Advanced configuration

Tune concurrency and lock behavior

Set squeeze.max_xlock_time to limit how long the exclusive lock is held during the final compaction phase, preventing long blocks on business queries.

-- Set the maximum exclusive lock holding time to 100 milliseconds
SET squeeze.max_xlock_time TO 100;

If the lock exceeds this limit, pg_squeeze releases it, processes pending changes, and retries. Repeated timeouts cause the task to fail. Schedule compaction during off-peak hours, or increase this value if timeouts persist.

Configure concurrent workers

Set squeeze.workers_per_database greater than 1 to compact multiple tables in parallel within a single database.

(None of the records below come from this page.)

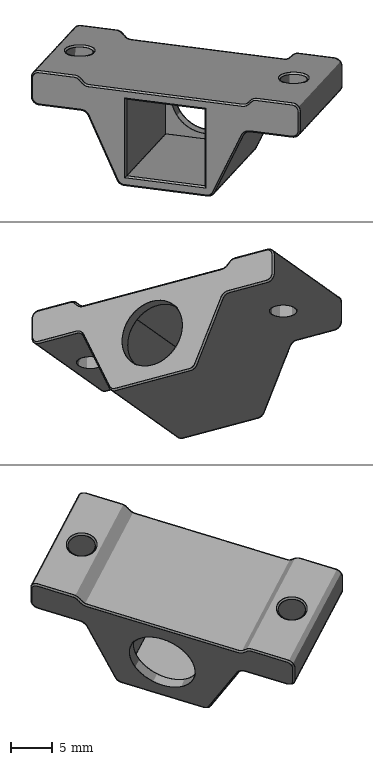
import cadquery as cq

length = 34.5
depth = 16.0
height = 13.6

flange_thickness = 4.5
recess_depth = 1.0
pad_width = 6.0
hopper_top_width = 20.42
hopper_bottom_width = 11.95
corner_radius = 1.0
edge_chamfer = 0.2

pocket_size = 10.0
pocket_wall = 1.3
pocket_chamfer = 0.2
opening_diameter = 8.6

screw_diameter = 3.3
screw_inset = 3.52
screw_chamfer = 0.2

half_length = length / 2
flange_bottom = height - flange_thickness
recess_floor = height - recess_depth
pad_inner = half_length - pad_width
recess_half = pad_inner - recess_depth
pocket_center = pocket_wall + pocket_size / 2


def make_body():
    """Winged profile extruded along Y, with rounded corners and chamfered ends."""
    right_side = [
        (hopper_bottom_width / 2, 0),
        (hopper_top_width / 2, flange_bottom),
        (half_length, flange_bottom),
        (half_length, height),
        (pad_inner, height),
        (recess_half, recess_floor),
    ]
    left_side = [(-x, z) for x, z in reversed(right_side)]
    profile = cq.Workplane("XZ").polyline(right_side + left_side).close()
    body = profile.extrude(depth / 2, both=True)
    body = body.edges("|Y").fillet(corner_radius)
    return body.faces("<Y or >Y").edges().chamfer(edge_chamfer)


def make_pocket():
    """Square pocket open at the front, flaring at its mouth, plus the round opening."""
    front = cq.Workplane("XZ", origin=(0, -depth / 2, pocket_center))
    pocket = front.rect(pocket_size, pocket_size).extrude(-(depth - pocket_wall))
    mouth_size = pocket_size + 2 * pocket_chamfer
    mouth = (
        front.rect(mouth_size, mouth_size)
        .workplane(offset=-pocket_chamfer)
        .rect(pocket_size, pocket_size)
        .loft(ruled=True)
    )
    opening = front.circle(opening_diameter / 2).extrude(-depth)
    return pocket.union(mouth).union(opening)


def drill_screw_holes(body):
    """Vertical holes through both wings, countersunk at the top."""
    hole_x = half_length - screw_inset
    return (
        body.faces(">Z")
        .workplane(origin=(0, 0, height))
        .pushPoints([(-hole_x, 0), (hole_x, 0)])
        .cskHole(screw_diameter, screw_diameter + 2 * screw_chamfer, 90)
    )


result = drill_screw_holes(make_body().cut(make_pocket()))
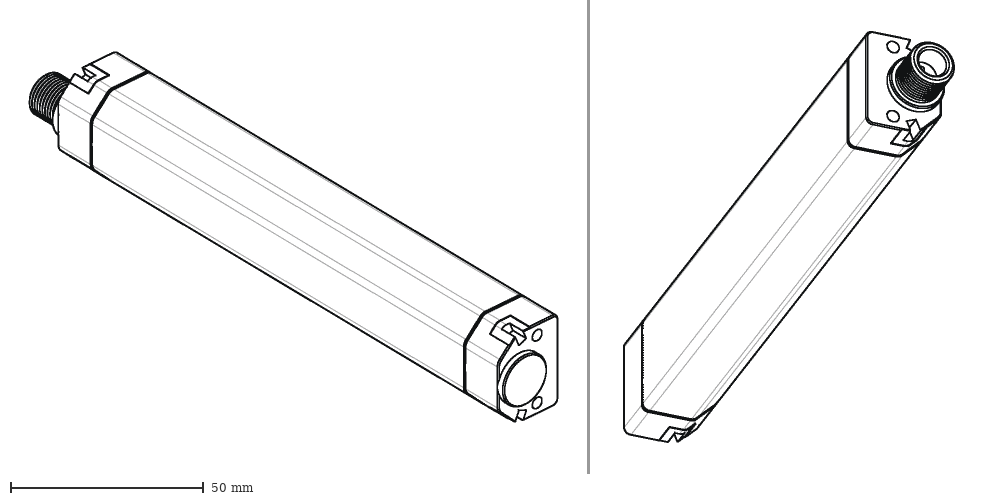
import cadquery as cq
import math

TOTAL_LENGTH = 186.2
BODY_DEPTH = 21.0
BODY_HEIGHT = 28.0
BODY_START = 13.2
BODY_END = 184.1
BODY_LENGTH = BODY_END - BODY_START
BODY_MIDDLE = (BODY_START + BODY_END) / 2
HALF_HEIGHT = BODY_HEIGHT / 2

FRONT_CHAMFER = 6.5
BACK_RADIUS = 1.9
UPPER_RADIUS = 2.5
FRONT_RADIUS = 2.8
END_CHAMFER = 0.4

SEAM_INSET = 12.8
SEAM_WIDTH = 0.5
SEAM_DEPTH = 0.2

SCREW_DIAMETER = 3.4
SCREW_DEPTH = 5.5
SCREW_Y = 13.5
SCREW_Z = 10.5

CORNER_CUT_Y = 7.0
RECESS_LENGTH = 7.6
RECESS_DEPTH = 0.2
RECESS_REACH = 4.1
SLOT_LENGTH = 5.2
SLOT_WIDTH = 2.8
SLOT_DEPTH = 3.7
CORNER_TILT = 22.5

AXIS_Y = 7.6
FLANGE_RADIUS = 7.6
FLANGE_START = 11.0
FLANGE_CHAMFER = 0.4
THREAD_RADIUS = 6.1
THREAD_CHAMFER = 0.7
THREAD_PITCH = 1.0
THREAD_DEPTH = 0.4
THREAD_COUNT = 9
BORE_RADIUS = 4.0
BORE_CHAMFER = 0.5
BORE_DEPTH = 7.5
KEY_RADIUS = 0.7
KEY_ANGLE = -40.0


def cylinder(start, length, radius, y=AXIS_Y, z=0):
    """Solid cylinder along X."""
    return cq.Workplane("YZ", origin=(start, y, z)).circle(radius).extrude(length)


def bar(start, length, inset=0.0):
    """Piece of the bar with rounded lengthwise edges, its section shrunk by the inset."""
    front = inset
    back = BODY_DEPTH - inset
    top = HALF_HEIGHT - inset
    chamfer = FRONT_CHAMFER - inset * (2 - math.sqrt(2))
    piece = (
        cq.Workplane("YZ", origin=(start, 0, 0))
        .moveTo(back, top)
        .lineTo(front + chamfer, top)
        .lineTo(front, top - chamfer)
        .lineTo(front, chamfer - top)
        .lineTo(front + chamfer, -top)
        .lineTo(back, -top)
        .close()
        .extrude(length)
    )
    middle = start + length / 2
    rounded_corners = [
        (back, top, BACK_RADIUS),
        (front + chamfer, top, UPPER_RADIUS),
        (front, top - chamfer, FRONT_RADIUS),
    ]
    for y, z, radius in rounded_corners:
        for side in (1, -1):
            corner = cq.selectors.NearestToPointSelector((middle, y, side * z))
            piece = piece.edges("|X").edges(corner).fillet(radius - inset)
    return piece


def seam_groove(start):
    """Thin frame that cuts a shallow groove all around the bar."""
    return bar(start, SEAM_WIDTH).cut(bar(start, SEAM_WIDTH, SEAM_DEPTH))


def corner_recess():
    """Cutter for the layer just under the skin around the upper left sloped corner."""
    skin = bar(BODY_START, RECESS_LENGTH).cut(bar(BODY_START, RECESS_LENGTH, RECESS_DEPTH))
    reach = cylinder(BODY_START, RECESS_LENGTH, RECESS_REACH, CORNER_CUT_Y, HALF_HEIGHT)
    return skin.intersect(reach)


def corner_slot():
    """Cutter for the slot that enters the upper left corner square to its rounding."""
    slot = cq.Workplane("XY").box(SLOT_LENGTH, SLOT_WIDTH, 2 * SLOT_DEPTH)
    slot = slot.rotate((0, 0, 0), (1, 0, 0), CORNER_TILT)
    return slot.translate((BODY_START + SLOT_LENGTH / 2, CORNER_CUT_Y, HALF_HEIGHT))


def end_cap_cuts():
    """Cutters for the upper half of the left end cap; the groove goes all around."""
    screw_hole = cylinder(BODY_START, SCREW_DEPTH, SCREW_DIAMETER / 2, SCREW_Y, SCREW_Z)
    return [seam_groove(BODY_START + SEAM_INSET), screw_hole, corner_recess(), corner_slot()]


def body():
    """Bar with both end caps, mirrored left to right and top to bottom."""
    shape = bar(BODY_START, BODY_LENGTH).faces("<X or >X").chamfer(END_CHAMFER)
    for cut in end_cap_cuts():
        for left_or_right in (cut, cut.mirror("YZ", (BODY_MIDDLE, 0, 0))):
            shape = shape.cut(left_or_right).cut(left_or_right.mirror("XY"))
    return shape


def flanges():
    """Round core that stands out of both end faces."""
    core = cylinder(FLANGE_START, TOTAL_LENGTH - FLANGE_START, FLANGE_RADIUS)
    return core.faces("<X or >X").chamfer(FLANGE_CHAMFER)


def thread_groove(start):
    """V-shaped ring around the connector axis."""
    root = THREAD_RADIUS - THREAD_DEPTH
    return (
        cq.Workplane("XY", origin=(0, AXIS_Y, 0))
        .moveTo(start, THREAD_RADIUS)
        .lineTo(start + THREAD_PITCH / 2, root)
        .lineTo(start + THREAD_PITCH, THREAD_RADIUS)
        .close()
        .revolve(360, (0, 0, 0), (1, 0, 0))
    )


def connector():
    """Sleeve with ring grooves that stand in for the thread."""
    sleeve = cylinder(0, FLANGE_START, THREAD_RADIUS).faces("<X").chamfer(THREAD_CHAMFER)
    for index in range(THREAD_COUNT):
        sleeve = sleeve.cut(thread_groove(THREAD_CHAMFER + index * THREAD_PITCH))
    return sleeve


def connector_bore():
    """Cutter for the bore, with the key rib left standing."""
    bore = (
        cq.Workplane("XY", origin=(0, AXIS_Y, 0))
        .lineTo(0, BORE_RADIUS + BORE_CHAMFER)
        .lineTo(BORE_CHAMFER, BORE_RADIUS)
        .lineTo(BORE_DEPTH, BORE_RADIUS)
        .lineTo(BORE_DEPTH, 0)
        .close()
        .revolve(360, (0, 0, 0), (1, 0, 0))
    )
    angle = math.radians(KEY_ANGLE)
    key_y = AXIS_Y + BORE_RADIUS * math.cos(angle)
    key = cylinder(BORE_CHAMFER, BORE_DEPTH, KEY_RADIUS, key_y, BORE_RADIUS * math.sin(angle))
    return bore.cut(key)


result = body().union(flanges()).union(connector()).cut(connector_bore())

-- Allow a maximum of 2 concurrent compaction worker processes per database
SET squeeze.workers_per_database = 2;

Note

This applies to all databases using pg_squeeze. Total workers (including the scheduler) cannot exceed max_worker_processes.

Appendix: `squeeze.tables` configuration table

Register tables and define pg_squeeze compaction policies in squeeze.tables.

Parameter	Type	Description	Default	Recommendations
`tabschema`	`name`	The schema name of the table.	-	-
`tabname`	`name`	The name of the table.	-	-
`schedule`	`squeeze.schedule`	The schedule for task checks, in the format `(minutes, hours, days of month, months, days of week)`.	-	Schedule during off-peak hours. Example for 2:30 AM daily: `ROW(ARRAY[30], ARRAY[2], NULL, NULL, NULL)::squeeze.schedule`.
`free_space_extra`	`integer`	The additional bloat percentage required to trigger compaction (beyond the space reserved by `fillfactor`).	50	For write-intensive OLTP tables, lower to 30 to reclaim space more frequently.
`min_size`	`integer`	The minimum table size in MB. Tables smaller than this will not be processed.	8	Keep default to skip small tables.
`vacuum_max_age`	`interval`	The maximum time since the last `VACUUM` for which the free space map (FSM) is considered valid.	'1 hour'	Keep default. After this interval, `pg_squeeze` performs deeper analysis before compacting.
`max_retry`	`integer`	The maximum number of retries allowed if the initial compaction fails.	0	Increase (e.g., to 2) if compaction frequently fails due to DDL changes.
`clustering_index`	`name`	Specifies an existing index. After compaction, the data in the table will be physically sorted according to the key of this index, similar to the `CLUSTER` command.	`NULL`	For range queries, set a primary key or core index as the clustering index to improve performance.
`rel_tablespace`	`name`	Specifies the target tablespace to which the table will be moved after compaction.	`NULL`	Used for tablespace migration scenarios. If `NULL`, the table remains in its original tablespace.
`ind_tablespaces`	`name[]`	A two-dimensional array used to specify tablespace mappings for indexes.	`NULL`	Used for index tablespace migration.
`skip_analyze`	`boolean`	Specifies whether to skip the `ANALYZE` command after compaction.	`false`	Keep `false`. Compaction changes data distribution, and `ANALYZE` updates optimizer statistics.